5 opiniones en “«Donkey Kong Country» – Salir ganando”

  1. Pero cada uno tiene lo suyo, que es lo mejor. Puedes jugarte el último, volver al tercero y no pensar que es un título superado. BIBA NINTENDO!

  2. Yo, que venía de jugar y rejugar a Super Mario World (el mejor plataformas 2D al que he jugado), encontré este Donkey Kong Country un pelín insatisfactorio. Por supuesto, el apartado técnico era alucinante, pero en lo jugable me pareció (y aún me parece) que ofrece poco en comparación con los mejores exponentes de su género. Sí, es divertido, pero no excepcional.
    Su secuela me pareció mucho mejor en este sentido (aunque ya mostraba la manía de Rare por rellenar todos sus escenarios con muchos coleccionables, que te llevaban a constantes fases de bonus que -en mi opinión- llegaban a romper demasiado el ritmo de juego). Desde luego, si tuviera que recomendar un Country de los clásicos (no he jugado a Returns ni al Tropical Freeze), recomendaría su segunda entrega.

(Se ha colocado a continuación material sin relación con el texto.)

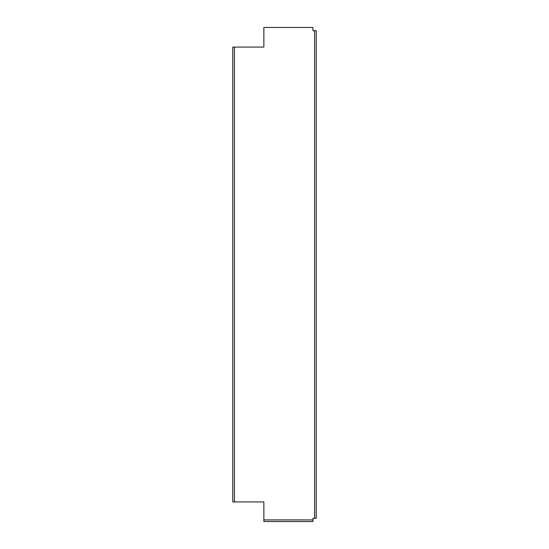 <?xml version="1.0" encoding="UTF-8"?>
<svg xmlns="http://www.w3.org/2000/svg" width="549" height="549" viewBox="0 0 549 549"><rect width="100%" height="100%" fill="white"/><g stroke="black" fill="none" stroke-linecap="round" stroke-linejoin="round"><path stroke-width="0.82" d="M312.951 519.917L312.951 518.277L314.584 518.277L314.584 30.723L312.951 30.723L312.951 27.45L263.863 27.45L263.863 47.084L234.416 47.084L234.416 501.916L263.863 501.916L263.863 519.917L312.951 519.917L312.951 521.55L263.863 521.55L263.863 519.917M234.416 47.084L232.783 47.084L232.783 501.916L234.416 501.916M314.584 518.277L316.217 518.277L316.217 30.723L314.584 30.723"/></g></svg>
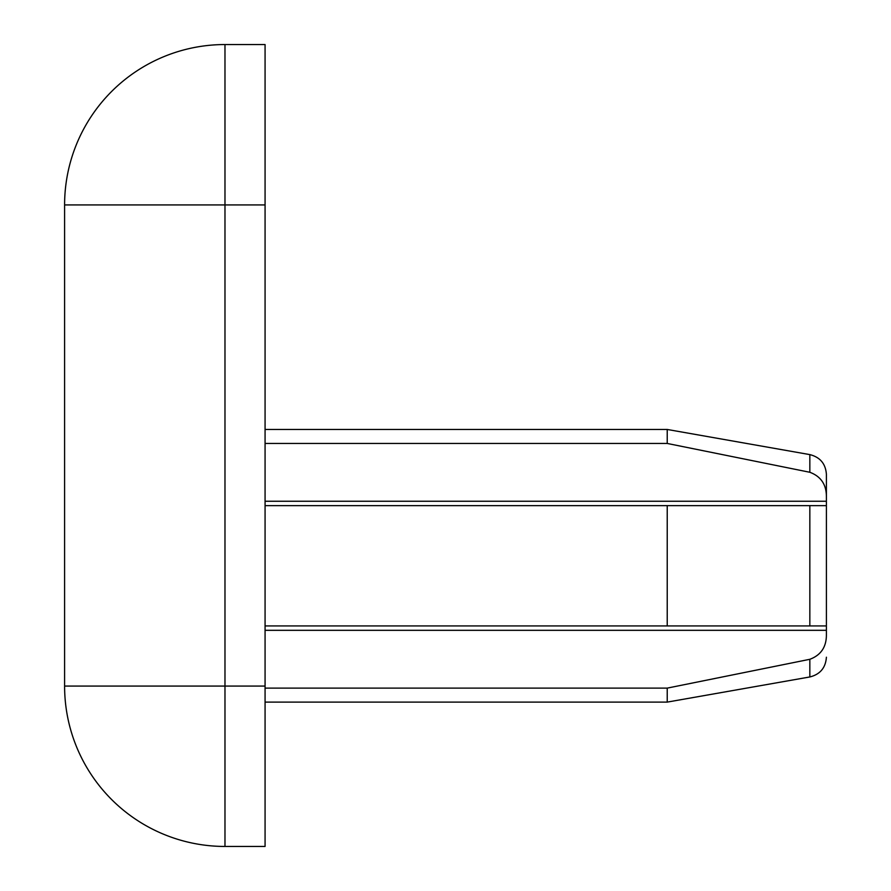 <?xml version="1.0" encoding="UTF-8"?>
<svg xmlns="http://www.w3.org/2000/svg" width="891" height="891" viewBox="0 0 891 891"><rect width="100%" height="100%" fill="white"/><g stroke="black" fill="none" stroke-linecap="round" stroke-linejoin="round"><path stroke-width="1.34" d="M64.597 686.07A160.38 160.38 0 0 0 224.977 846.45L224.977 686.07L64.597 686.07L64.597 204.93L224.977 204.93L224.977 44.55A160.38 160.38 0 0 0 64.597 204.93M224.977 846.45L265.072 846.45L265.072 44.55L224.977 44.55M265.072 688.119L667.225 688.119L809.841 659.295C820.945 655.152 826.469 646.933 826.403 634.659L826.403 505.642L826.403 625.928L667.225 625.928L667.225 505.642L826.403 505.642L826.403 496.911C826.469 484.637 820.945 476.418 809.841 472.275L667.225 443.451L667.225 429.462L265.072 429.462M265.072 630.316L826.403 630.316L826.403 634.637M809.841 659.295L809.841 676.96L667.225 702.108L667.225 688.119M809.841 472.275L809.841 454.61C820.121 457.194 825.645 463.777 826.403 474.346L826.403 496.911L826.403 474.346C825.645 463.777 820.121 457.194 809.841 454.61L667.225 429.462M265.072 505.642L667.225 505.642M265.072 625.928L667.225 625.928M265.072 501.254L826.403 501.254M265.072 443.451L667.225 443.451M826.403 625.928L826.403 505.642M265.072 686.07L224.977 686.07L224.977 204.93L265.072 204.93M809.841 625.928L809.841 505.642M809.841 676.96C820.121 674.376 825.645 667.793 826.403 657.224C825.645 667.793 820.121 674.376 809.841 676.96M667.225 702.108L265.072 702.108"/></g></svg>

  3. A mi DKC siempre me ha parecido uno de los juegos más sobrevalorados de la historia. Espectacular técnicamente y ramplón jugablemente, con mecánicas vistas ya en cientos de juegos de plataformas. Lo intenté en emulador hace años con los dos primeros y los dejé en seguida, habiendo cosas de esa época como Super Mario World 2 o Dynamite Headdy a las que echar tiempo no le vi mucho sentido hacerlo con estos.